## Work order
Without the images, output each record below as it stands.

(Beginning of Information supplied)

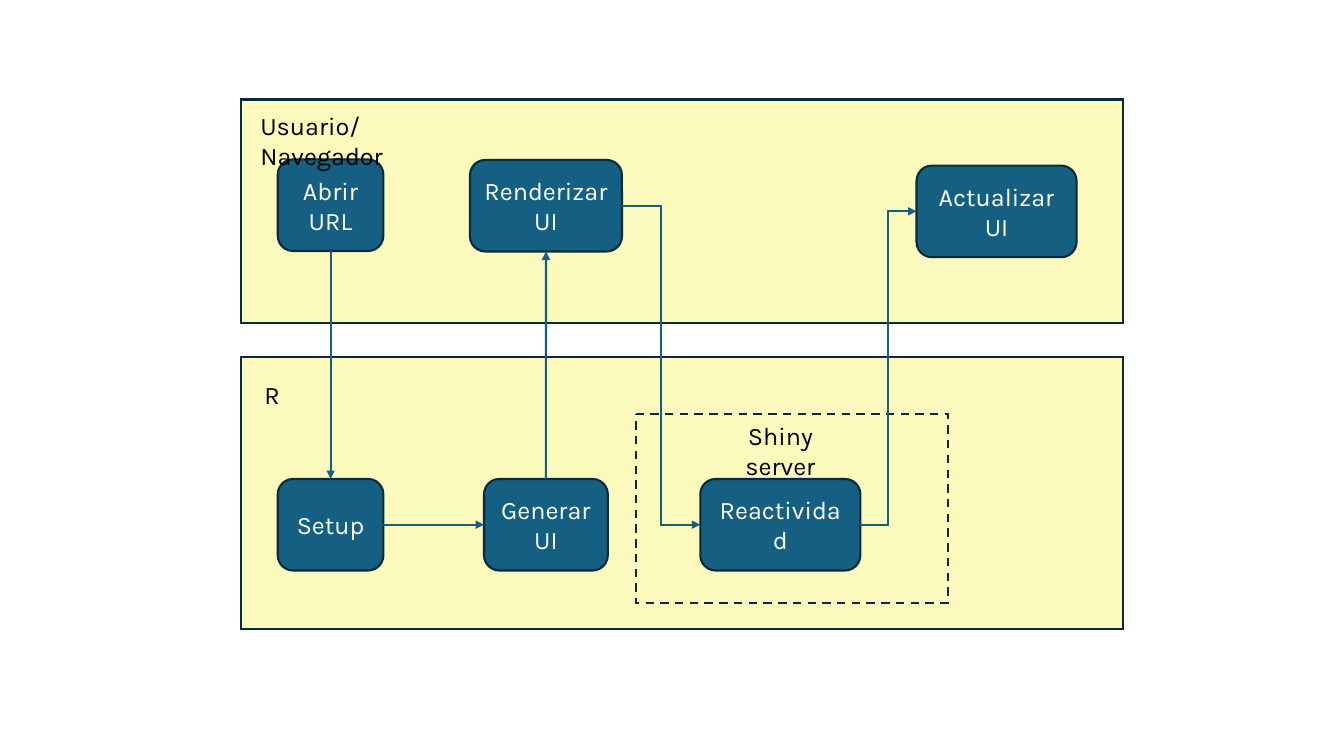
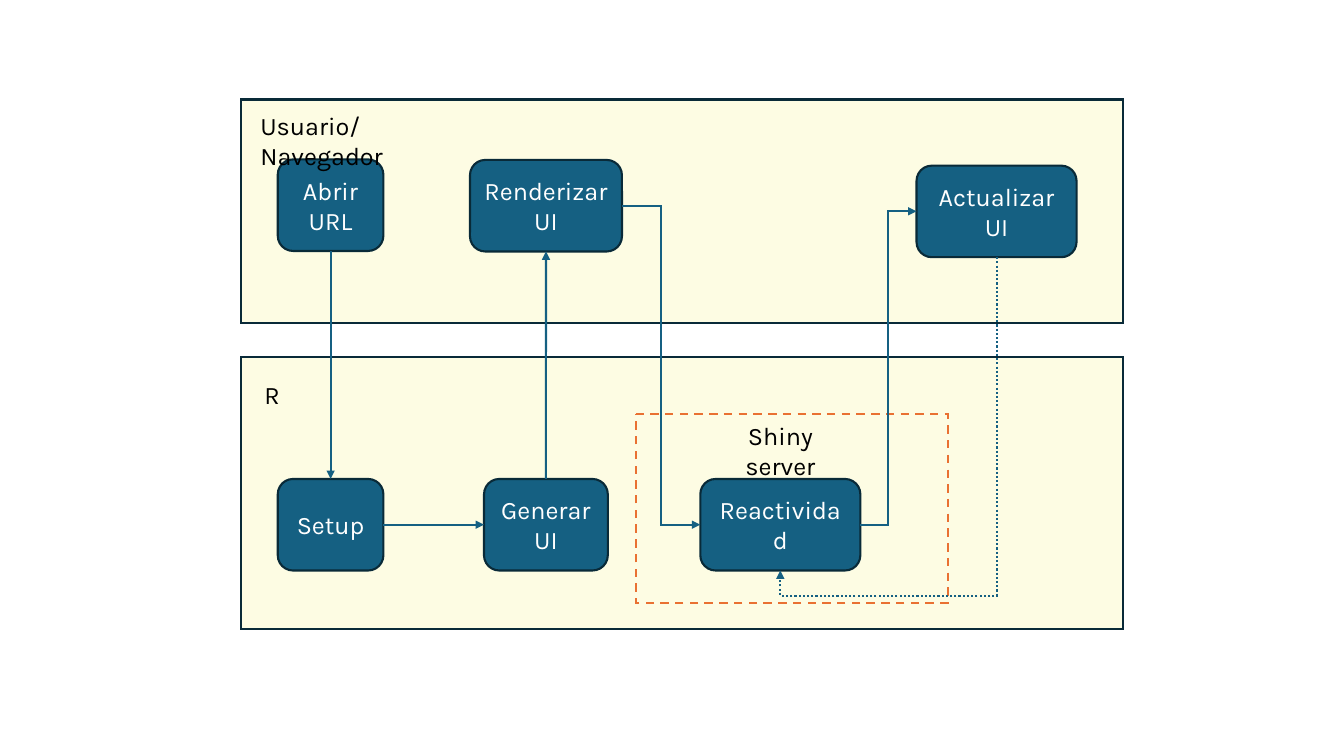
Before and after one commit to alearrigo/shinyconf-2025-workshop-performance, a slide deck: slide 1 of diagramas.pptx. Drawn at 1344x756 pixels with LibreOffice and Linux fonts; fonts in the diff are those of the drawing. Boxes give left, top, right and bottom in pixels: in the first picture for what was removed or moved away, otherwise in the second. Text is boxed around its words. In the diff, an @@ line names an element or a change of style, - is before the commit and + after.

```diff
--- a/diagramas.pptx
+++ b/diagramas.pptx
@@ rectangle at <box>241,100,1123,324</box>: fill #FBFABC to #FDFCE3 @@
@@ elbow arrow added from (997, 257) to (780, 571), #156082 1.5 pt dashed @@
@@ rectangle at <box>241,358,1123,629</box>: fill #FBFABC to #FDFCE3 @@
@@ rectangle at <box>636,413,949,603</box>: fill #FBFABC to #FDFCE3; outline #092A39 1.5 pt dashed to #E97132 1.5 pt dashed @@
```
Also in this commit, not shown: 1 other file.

(End of Information supplied)

## Result
Before and after one commit to alearrigo/shinyconf-2025-workshop-performance, a slide deck: slide 1 of diagramas.pptx. Drawn at 1344x756 pixels with LibreOffice and Linux fonts; fonts in the diff are those of the drawing. Boxes give left, top, right and bottom in pixels: in the first picture for what was removed or moved away, otherwise in the second. Text is boxed around its words. In the diff, an @@ line names an element or a change of style, - is before the commit and + after.

```diff
--- a/diagramas.pptx
+++ b/diagramas.pptx
@@ rectangle at <box>241,100,1123,324</box>: fill #FBFABC to #FDFCE3 @@
@@ elbow arrow added from (997, 257) to (780, 571), #156082 1.5 pt dashed @@
@@ rectangle at <box>241,358,1123,629</box>: fill #FBFABC to #FDFCE3 @@
@@ rectangle at <box>636,413,949,603</box>: fill #FBFABC to #FDFCE3; outline #092A39 1.5 pt dashed to #E97132 1.5 pt dashed @@
```
Also in this commit, not shown: 1 other file.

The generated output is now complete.